Description
A warm, creamy vegan farro bowl loaded with earthy mushrooms, fresh herbs, and dairy-free creaminess. Ready in just 40 minutes for a comforting plant-powered meal.
Ingredients
Pearled farro – 1 cup (rinsed)
Mushrooms (cremini or shiitake) – 2 cups, sliced
Onion, chopped – 1 medium
Garlic cloves, minced – 3
Vegetable broth – 2 ½ cups
Coconut cream (or unsweetened oat milk) – ¼ cup
Fresh thyme or rosemary – 1 tbsp, chopped
Nutritional yeast (optional) – 2 tbsp
Instructions
1. In a large saucepan, heat a splash of olive oil (or veggie broth for an oil-free version). Sauté chopped onions for 3–4 minutes until soft.

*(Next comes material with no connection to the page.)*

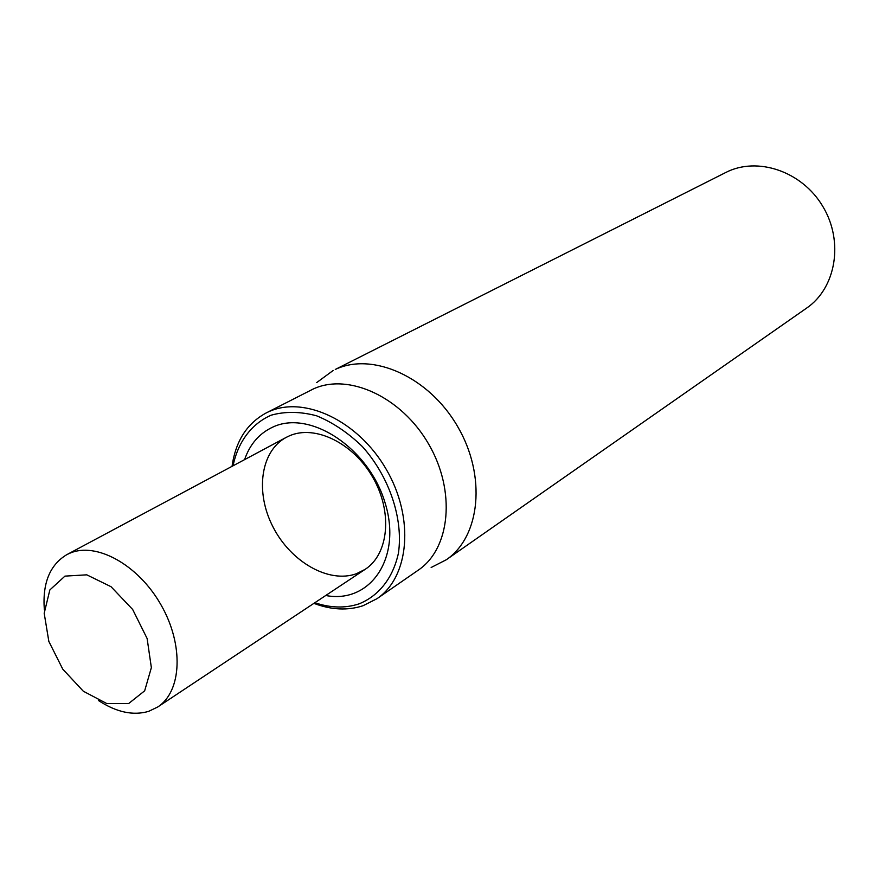 <?xml version="1.0" encoding="UTF-8"?>
<svg xmlns="http://www.w3.org/2000/svg" width="879" height="879" viewBox="0 0 879 879"><rect width="100%" height="100%" fill="white"/><g stroke="black" fill="none" stroke-linecap="round" stroke-linejoin="round"><path stroke-width="1.32" d="M446.279 559.769L806.658 308.079C835.984 288.07 844.038 241.538 822.843 206.466C802.011 171.174 757.237 156.187 725.702 172.526L335.273 369.455C372.52 351.688 428.93 376.805 457.574 426.436C486.636 475.836 480.384 536.695 446.279 559.769L431.149 567.493M356.369 573.745C328.768 583.722 290.85 561.923 273.083 527.081C254.976 492.394 260.448 451.037 286.301 437.335L289.191 435.94C314.847 424.326 353.457 443.027 373.004 477.736C392.847 512.303 388.716 554.166 365.148 569.35L356.369 573.745M325.735 595.501C370.213 604.104 402.219 557.934 385.145 503.074C368.993 448.059 309.99 409.306 272.798 427.095C259.305 433.369 249.9 444.214 244.593 459.629M233.056 465.793C238 441.972 251.438 423.821 271.161 415.185C285.257 411.284 300.409 411.493 316.638 415.811C332.91 422.524 348.172 432.798 362.423 446.631C389.342 476.704 403.417 518.698 398.451 553.045C393.122 577.822 378.926 595.83 359.061 603.862C345.293 608.389 330.559 608.015 314.836 602.73M313.891 603.357C331.306 609.938 347.677 610.729 362.994 605.741L376.948 598.72C409.405 577.009 414.701 517.94 386.266 469.375C358.214 420.591 303.837 395.165 268.414 411.877L266.04 413.02C246.911 423.491 235.583 441.258 232.056 466.331M376.948 598.72L418.239 570.174C450.4 548.628 456.124 491.031 428.611 444.016C401.472 396.792 348.205 372.498 313.1 389.067L266.04 413.02M316.671 382.596L333.218 370.444M98.514 700.563C116.467 712.276 133.179 715.869 148.639 711.364L157.704 707.002C181.865 691.52 184.019 644.79 160.956 604.796C138.19 564.626 96.086 541.563 69.705 553.276L66.738 554.693C49.795 564.9 42.324 583.282 44.346 609.85M128.664 703.53L106.766 703.552L83.318 691.224L62.75 669.128L48.839 641.417L44.192 613.256L49.85 589.941L64.958 576.119L86.779 574.833L111.018 586.689L132.674 609.488L147.123 638.517L151.364 667.644L144.661 690.828L128.664 703.53M157.704 707.002L365.148 569.35M66.738 554.693L286.301 437.335"/></g></svg>

2. Add garlic and mushrooms. Cook on medium heat until mushrooms reduce, about 7 minutes.
3. Stir in the thyme, then pour in the rinsed farro and veggie broth. Bring to a boil.
4. Lower heat to a simmer. Cover and cook for 25–30 minutes until farro is tender and broth absorbed.
5. Add coconut cream and nutritional yeast. Stir until silky.
6. Season to taste with salt and pepper. Serve hot with a sprinkle of fresh herbs.
Notes
Tip: Double the batch and pack leftovers for lunch—it reheats beautifully.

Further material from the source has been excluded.